Un couple d'amis, Emmanuelle et le viticulteur Jean-Baptiste Crouzet, illustre cette mobilisation sans faille : Jean-Baptiste a accompagné Sylvie jusqu'à Strasbourg, restant à ses côtés plusieurs jours durant, tandis qu'Emmanuelle assurait un lien quotidien par de réguliers appels, lui préparait des repas à son retour et se procurait même des ouvrages de rééducation pour David. "Des personnes en or" qui permettent à Sylvie de tenir le choc.
En rééducation au Grau-du-Roi depuis le 19 février, David ne sait pas encore quand il pourra retourner pleinement chez lui. En attendant, les permissions du week-end lui permettent de retrouver les siens et de se réhabituer progressivement au rythme de la vie quotidienne, alors que la parole ne lui est pas encore revenue. Si sa récente participation à la ferrade a marqué les esprits par sa symbolique, elle a surtout révélé la complexité de son état de santé. Pour son épouse Sylvie, cet après-midi fut une preuve de résilience : "David était content, rassuré de voir qu'il pouvait encore communiquer. Il est tellement expressif dans sa gestuelle." Tenir jusqu'à 19 h, rester tout l'après-midi au milieu de la foule... "Cela lui a prouvé qu'il pouvait avoir de nouveau une vie sociale".
Pourtant, derrière cette image optimiste, se cache une réalité bien plus ardue. "On est dans un handicap invisible. Les choses sont plus compliquées qu'elles n'y paraissent", tempère immédiatement Sylvie. Limité par une fatigue extrême et de fortes migraines après une journée à chercher ses mots, David vit une situation complexe que Sylvie décrypte avec lucidité. "Dimanche dernier, j'ai senti sa frustration : il avait du mal à repartir au Grau-du-Roi, alors que la saison des cerises est là. Il a conscience que je porte tout cela sur les épaules, et cela lui pèse également."
Cette épreuve a aussi bouleversé la dynamique personnelle de Sylvie. Habituée à rester dans l'ombre, "dans l'observation", laissant à David le soin d'être "à la lumière", elle se retrouve aujourd'hui projetée sous les projecteurs malgré elle. "Maintenant, c'est mon téléphone qui sonne tout le temps, ce n'est plus le sien. Il faut être sur tous les fronts", décrit-elle.
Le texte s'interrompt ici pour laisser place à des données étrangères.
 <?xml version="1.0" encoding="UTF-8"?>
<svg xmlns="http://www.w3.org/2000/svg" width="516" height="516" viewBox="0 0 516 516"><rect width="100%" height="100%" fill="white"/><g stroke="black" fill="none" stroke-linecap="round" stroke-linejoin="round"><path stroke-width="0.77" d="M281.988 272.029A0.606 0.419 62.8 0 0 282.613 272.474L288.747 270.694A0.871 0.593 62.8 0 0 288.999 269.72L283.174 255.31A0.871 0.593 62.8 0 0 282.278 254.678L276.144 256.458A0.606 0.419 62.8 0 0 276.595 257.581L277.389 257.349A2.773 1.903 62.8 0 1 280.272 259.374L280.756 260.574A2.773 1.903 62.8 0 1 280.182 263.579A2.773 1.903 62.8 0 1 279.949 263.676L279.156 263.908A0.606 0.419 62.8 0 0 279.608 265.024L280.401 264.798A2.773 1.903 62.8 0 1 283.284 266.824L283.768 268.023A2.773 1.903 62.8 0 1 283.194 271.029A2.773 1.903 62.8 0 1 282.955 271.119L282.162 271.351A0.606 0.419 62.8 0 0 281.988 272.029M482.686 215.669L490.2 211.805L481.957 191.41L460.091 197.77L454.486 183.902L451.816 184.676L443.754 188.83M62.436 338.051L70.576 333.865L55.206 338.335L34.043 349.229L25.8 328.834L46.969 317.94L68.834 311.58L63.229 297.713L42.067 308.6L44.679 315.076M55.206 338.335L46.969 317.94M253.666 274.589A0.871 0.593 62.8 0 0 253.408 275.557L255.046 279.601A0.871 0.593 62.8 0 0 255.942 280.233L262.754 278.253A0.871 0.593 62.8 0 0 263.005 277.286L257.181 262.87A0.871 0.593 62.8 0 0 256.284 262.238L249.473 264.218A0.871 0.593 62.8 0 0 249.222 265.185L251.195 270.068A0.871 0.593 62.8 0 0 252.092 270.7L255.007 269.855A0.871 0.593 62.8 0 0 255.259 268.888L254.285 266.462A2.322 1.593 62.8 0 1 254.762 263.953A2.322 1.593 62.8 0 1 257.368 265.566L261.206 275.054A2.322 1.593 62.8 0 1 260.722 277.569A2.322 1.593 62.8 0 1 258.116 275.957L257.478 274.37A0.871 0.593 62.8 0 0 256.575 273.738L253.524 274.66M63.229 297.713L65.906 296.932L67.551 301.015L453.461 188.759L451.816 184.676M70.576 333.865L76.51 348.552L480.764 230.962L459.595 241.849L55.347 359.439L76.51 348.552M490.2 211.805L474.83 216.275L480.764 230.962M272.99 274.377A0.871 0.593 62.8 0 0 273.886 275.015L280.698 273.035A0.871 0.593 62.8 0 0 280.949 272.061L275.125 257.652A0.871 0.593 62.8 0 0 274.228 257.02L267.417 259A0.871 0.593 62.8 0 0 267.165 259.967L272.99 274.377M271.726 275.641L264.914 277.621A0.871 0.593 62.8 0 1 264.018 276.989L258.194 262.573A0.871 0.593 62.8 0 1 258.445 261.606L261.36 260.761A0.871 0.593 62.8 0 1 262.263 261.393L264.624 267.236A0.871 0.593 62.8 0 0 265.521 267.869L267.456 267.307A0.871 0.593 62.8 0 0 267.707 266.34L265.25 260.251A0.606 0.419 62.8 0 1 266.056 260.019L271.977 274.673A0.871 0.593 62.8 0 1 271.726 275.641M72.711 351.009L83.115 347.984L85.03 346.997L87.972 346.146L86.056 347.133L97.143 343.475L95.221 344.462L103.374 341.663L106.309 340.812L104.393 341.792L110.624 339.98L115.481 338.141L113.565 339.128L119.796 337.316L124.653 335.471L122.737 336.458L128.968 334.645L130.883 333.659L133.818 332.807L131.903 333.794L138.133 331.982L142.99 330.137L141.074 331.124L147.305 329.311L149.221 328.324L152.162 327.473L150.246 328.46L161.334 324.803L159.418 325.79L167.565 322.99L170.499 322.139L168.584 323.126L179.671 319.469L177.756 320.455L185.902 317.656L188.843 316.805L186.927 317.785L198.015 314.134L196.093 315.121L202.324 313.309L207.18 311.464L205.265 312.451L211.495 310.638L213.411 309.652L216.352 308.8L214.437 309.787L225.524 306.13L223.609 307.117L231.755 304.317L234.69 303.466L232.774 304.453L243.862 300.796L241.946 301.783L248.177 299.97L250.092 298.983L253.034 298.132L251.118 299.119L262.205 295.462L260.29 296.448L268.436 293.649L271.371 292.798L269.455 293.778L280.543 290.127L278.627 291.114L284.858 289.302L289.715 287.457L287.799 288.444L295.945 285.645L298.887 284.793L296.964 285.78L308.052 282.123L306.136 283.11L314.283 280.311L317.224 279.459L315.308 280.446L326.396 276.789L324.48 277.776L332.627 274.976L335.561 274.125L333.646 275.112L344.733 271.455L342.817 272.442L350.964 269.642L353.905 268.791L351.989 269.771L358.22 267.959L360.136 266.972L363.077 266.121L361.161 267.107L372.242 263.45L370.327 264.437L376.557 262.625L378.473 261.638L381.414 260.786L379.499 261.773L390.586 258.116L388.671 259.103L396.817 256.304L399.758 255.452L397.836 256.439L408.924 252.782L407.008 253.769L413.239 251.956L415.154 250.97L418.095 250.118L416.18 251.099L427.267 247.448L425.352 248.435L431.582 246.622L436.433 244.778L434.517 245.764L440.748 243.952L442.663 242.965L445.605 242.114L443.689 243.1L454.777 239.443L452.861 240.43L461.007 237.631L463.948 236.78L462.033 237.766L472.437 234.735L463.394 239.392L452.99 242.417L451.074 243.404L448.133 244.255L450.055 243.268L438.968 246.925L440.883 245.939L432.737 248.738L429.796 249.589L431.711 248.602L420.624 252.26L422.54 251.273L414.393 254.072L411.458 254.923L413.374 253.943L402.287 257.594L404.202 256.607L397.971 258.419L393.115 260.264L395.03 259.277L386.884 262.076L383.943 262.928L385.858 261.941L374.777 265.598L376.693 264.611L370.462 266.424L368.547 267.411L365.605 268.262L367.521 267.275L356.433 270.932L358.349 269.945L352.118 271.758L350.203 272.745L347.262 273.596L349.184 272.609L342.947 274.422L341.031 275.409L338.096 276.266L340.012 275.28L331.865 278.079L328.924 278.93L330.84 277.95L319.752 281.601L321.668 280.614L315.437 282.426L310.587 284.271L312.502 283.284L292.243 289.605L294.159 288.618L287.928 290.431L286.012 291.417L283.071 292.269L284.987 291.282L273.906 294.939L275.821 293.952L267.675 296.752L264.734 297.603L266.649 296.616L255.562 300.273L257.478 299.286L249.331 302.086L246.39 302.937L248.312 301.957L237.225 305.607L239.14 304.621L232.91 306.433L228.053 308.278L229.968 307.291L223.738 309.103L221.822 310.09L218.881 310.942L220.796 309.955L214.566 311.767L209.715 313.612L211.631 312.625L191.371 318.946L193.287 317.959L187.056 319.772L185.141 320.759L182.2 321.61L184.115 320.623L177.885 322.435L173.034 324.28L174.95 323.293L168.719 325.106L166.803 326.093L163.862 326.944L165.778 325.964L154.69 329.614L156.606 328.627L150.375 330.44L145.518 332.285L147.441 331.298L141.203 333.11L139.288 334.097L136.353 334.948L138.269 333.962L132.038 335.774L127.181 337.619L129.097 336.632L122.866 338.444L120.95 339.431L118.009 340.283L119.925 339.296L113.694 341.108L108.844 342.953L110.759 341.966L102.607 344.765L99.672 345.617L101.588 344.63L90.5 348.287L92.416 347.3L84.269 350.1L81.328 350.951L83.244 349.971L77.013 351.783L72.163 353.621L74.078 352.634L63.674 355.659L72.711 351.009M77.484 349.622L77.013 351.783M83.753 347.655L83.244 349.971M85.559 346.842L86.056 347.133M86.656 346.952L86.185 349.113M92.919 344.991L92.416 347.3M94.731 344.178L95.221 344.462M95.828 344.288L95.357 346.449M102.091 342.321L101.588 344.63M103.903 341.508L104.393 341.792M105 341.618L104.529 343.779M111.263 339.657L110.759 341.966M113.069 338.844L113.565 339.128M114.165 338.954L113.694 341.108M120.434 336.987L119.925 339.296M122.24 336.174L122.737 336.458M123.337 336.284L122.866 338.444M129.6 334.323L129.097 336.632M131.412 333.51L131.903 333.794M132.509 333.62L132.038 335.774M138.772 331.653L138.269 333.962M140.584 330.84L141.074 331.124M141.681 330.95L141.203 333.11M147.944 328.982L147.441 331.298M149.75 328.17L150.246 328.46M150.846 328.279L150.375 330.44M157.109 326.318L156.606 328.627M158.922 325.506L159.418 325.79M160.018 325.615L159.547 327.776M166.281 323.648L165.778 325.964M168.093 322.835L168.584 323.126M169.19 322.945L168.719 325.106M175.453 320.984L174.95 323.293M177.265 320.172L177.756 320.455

Une mise en avant forcée pour cette femme qui doit désormais "mener une vie normale dans un contexte anormal", avec trois enfants, et un mari qui rentre chaque week-end, "un peu moins fatigué, avec des idées qui s'éclaircissent", mais dont le chemin de reconstruction reste long.
Le samedi 25 avril, la Manade Joubert, à Caissargues, a vibré au rythme d'une solidarité exceptionnelle. À l'initiative de la FDSEA du Gard, entre 250 et 300 personnes ont répondu présentes pour une ferrade hors norme, transformant un moment de tradition camarguaise en un puissant élan de soutien envers David et Sylvie Sève. Au-delà de la convivialité et des animations (abrivado, jeux de gardians), l'objectif était de générer des fonds pour l'exploitation familiale. La mobilisation a été totale : éleveurs, cavistes, maraîchers et riziculteurs ont fourni l'intégralité des denrées, tandis que la mairie de Caissargues prêtait du matériel. "C'est touchant et rassurant de voir qu'on a du monde derrière nous. Cela prouve que David est estimé", confie Sylvie, émue.
Le point d'orgue de cette journée fut la présence de David. En permission depuis son centre de rééducation du Grau-du-Roi, il a pu échanger par le regard et le sourire avec la foule venue l'honorer. Pour Mathieu Laurent, de la Manade Joubert, ouvrir ses portes était un devoir : "Cela montre que l'agriculture n'est pas morte et que tout le monde est solidaire." Une journée "en famille, sans protocole", qualifiée de "rayon de soleil" par Fanny Tamisier, présidente par intérim de la FDSEA.